__Exercise brief__: Please retype the records below exactly, omitting any images.
=== Begin Enclosure ===
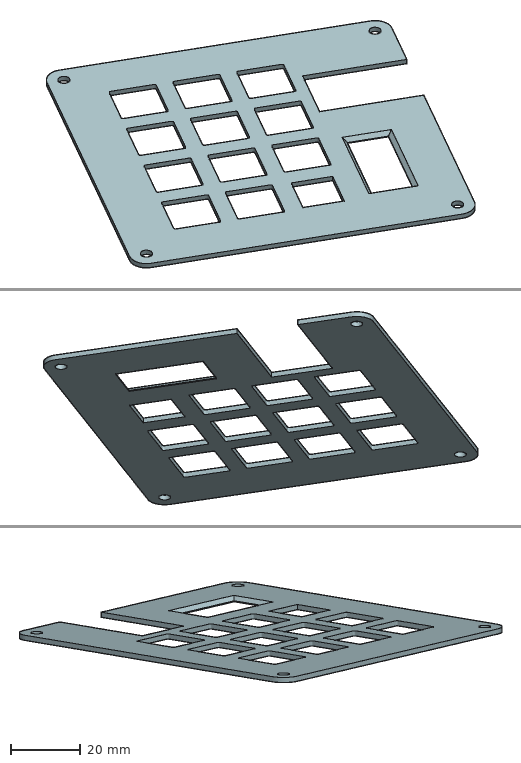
import cadquery as cq

plate_width = 100.0
plate_length = 103.0
plate_thickness = 1.5
corner_radius = 5.0

screw_hole_diameter = 3.4
screw_spacing_x = plate_width - 2 * corner_radius
screw_spacing_y = plate_length - 2 * corner_radius

key_columns = 4
key_rows = 3
key_pitch = 19.1
key_size = 14.0
key_corner_radius = 0.5
first_key_x = -28.8
first_key_y = -28.5

knob_width = 12.7
knob_height = 12.4
knob_x = first_key_x + (key_columns - 1) * key_pitch
knob_y = 9.3

window_width = 29.0
window_height = 14.7
window_bevel = 1.2
window_inner_width = window_width - 2 * window_bevel
window_inner_height = window_height - 2 * window_bevel
window_x = 18.4
window_y = 30.6

notch_width = 18.4
notch_depth = 31.1
notch_x = -19.5


def rectangular_cutter(width, height, x, y):
    """Box through the full plate thickness, centred on (x, y)."""
    return (
        cq.Workplane("XY")
        .center(x, y)
        .rect(width, height)
        .extrude(plate_thickness)
    )


def key_cutter(x, y):
    cutter = rectangular_cutter(key_size, key_size, x, y)
    return cutter.edges("|Z").fillet(key_corner_radius)


def window_cutter():
    """Straight window opening joined to the tapered bevel above it."""
    opening = rectangular_cutter(window_inner_width, window_inner_height, window_x, window_y)
    bevel = (
        cq.Workplane("XY")
        .workplane(offset=plate_thickness - window_bevel)
        .center(window_x, window_y)
        .rect(window_inner_width, window_inner_height)
        .workplane(offset=window_bevel)
        .rect(window_width, window_height)
        .loft(ruled=True)
    )
    return opening.union(bevel)


result = (
    cq.Workplane("XY")
    .rect(plate_width, plate_length)
    .extrude(plate_thickness)
    .edges("|Z")
    .fillet(corner_radius)
    .faces(">Z")
    .workplane()
    .rect(screw_spacing_x, screw_spacing_y, forConstruction=True)
    .vertices()
    .hole(screw_hole_diameter)
)

for column in range(key_columns):
    for row in range(key_rows):
        is_knob_place = column == key_columns - 1 and row == key_rows - 1
        if is_knob_place:
            cutter = rectangular_cutter(knob_width, knob_height, knob_x, knob_y)
        else:
            key_x = first_key_x + column * key_pitch
            key_y = first_key_y + row * key_pitch
            cutter = key_cutter(key_x, key_y)
        result = result.cut(cutter)

notch_y = (plate_length - notch_depth) / 2
result = result.cut(window_cutter())
result = result.cut(rectangular_cutter(notch_width, notch_depth, notch_x, notch_y))
=== End Enclosure ===
__Exercise answer__:
import cadquery as cq

plate_width = 100.0
plate_length = 103.0
plate_thickness = 1.5
corner_radius = 5.0

screw_hole_diameter = 3.4
screw_spacing_x = plate_width - 2 * corner_radius
screw_spacing_y = plate_length - 2 * corner_radius

key_columns = 4
key_rows = 3
key_pitch = 19.1
key_size = 14.0
key_corner_radius = 0.5
first_key_x = -28.8
first_key_y = -28.5

knob_width = 12.7
knob_height = 12.4
knob_x = first_key_x + (key_columns - 1) * key_pitch
knob_y = 9.3

window_width = 29.0
window_height = 14.7
window_bevel = 1.2
window_inner_width = window_width - 2 * window_bevel
window_inner_height = window_height - 2 * window_bevel
window_x = 18.4
window_y = 30.6

notch_width = 18.4
notch_depth = 31.1
notch_x = -19.5


def rectangular_cutter(width, height, x, y):
    """Box through the full plate thickness, centred on (x, y)."""
    return (
        cq.Workplane("XY")
        .center(x, y)
        .rect(width, height)
        .extrude(plate_thickness)
    )


def key_cutter(x, y):
    cutter = rectangular_cutter(key_size, key_size, x, y)
    return cutter.edges("|Z").fillet(key_corner_radius)


def window_cutter():
    """Straight window opening joined to the tapered bevel above it."""
    opening = rectangular_cutter(window_inner_width, window_inner_height, window_x, window_y)
    bevel = (
        cq.Workplane("XY")
        .workplane(offset=plate_thickness - window_bevel)
        .center(window_x, window_y)
        .rect(window_inner_width, window_inner_height)
        .workplane(offset=window_bevel)
        .rect(window_width, window_height)
        .loft(ruled=True)
    )
    return opening.union(bevel)


result = (
    cq.Workplane("XY")
    .rect(plate_width, plate_length)
    .extrude(plate_thickness)
    .edges("|Z")
    .fillet(corner_radius)
    .faces(">Z")
    .workplane()
    .rect(screw_spacing_x, screw_spacing_y, forConstruction=True)
    .vertices()
    .hole(screw_hole_diameter)
)

for column in range(key_columns):
    for row in range(key_rows):
        is_knob_place = column == key_columns - 1 and row == key_rows - 1
        if is_knob_place:
            cutter = rectangular_cutter(knob_width, knob_height, knob_x, knob_y)
        else:
            key_x = first_key_x + column * key_pitch
            key_y = first_key_y + row * key_pitch
            cutter = key_cutter(key_x, key_y)
        result = result.cut(cutter)

notch_y = (plate_length - notch_depth) / 2
result = result.cut(window_cutter())
result = result.cut(rectangular_cutter(notch_width, notch_depth, notch_x, notch_y))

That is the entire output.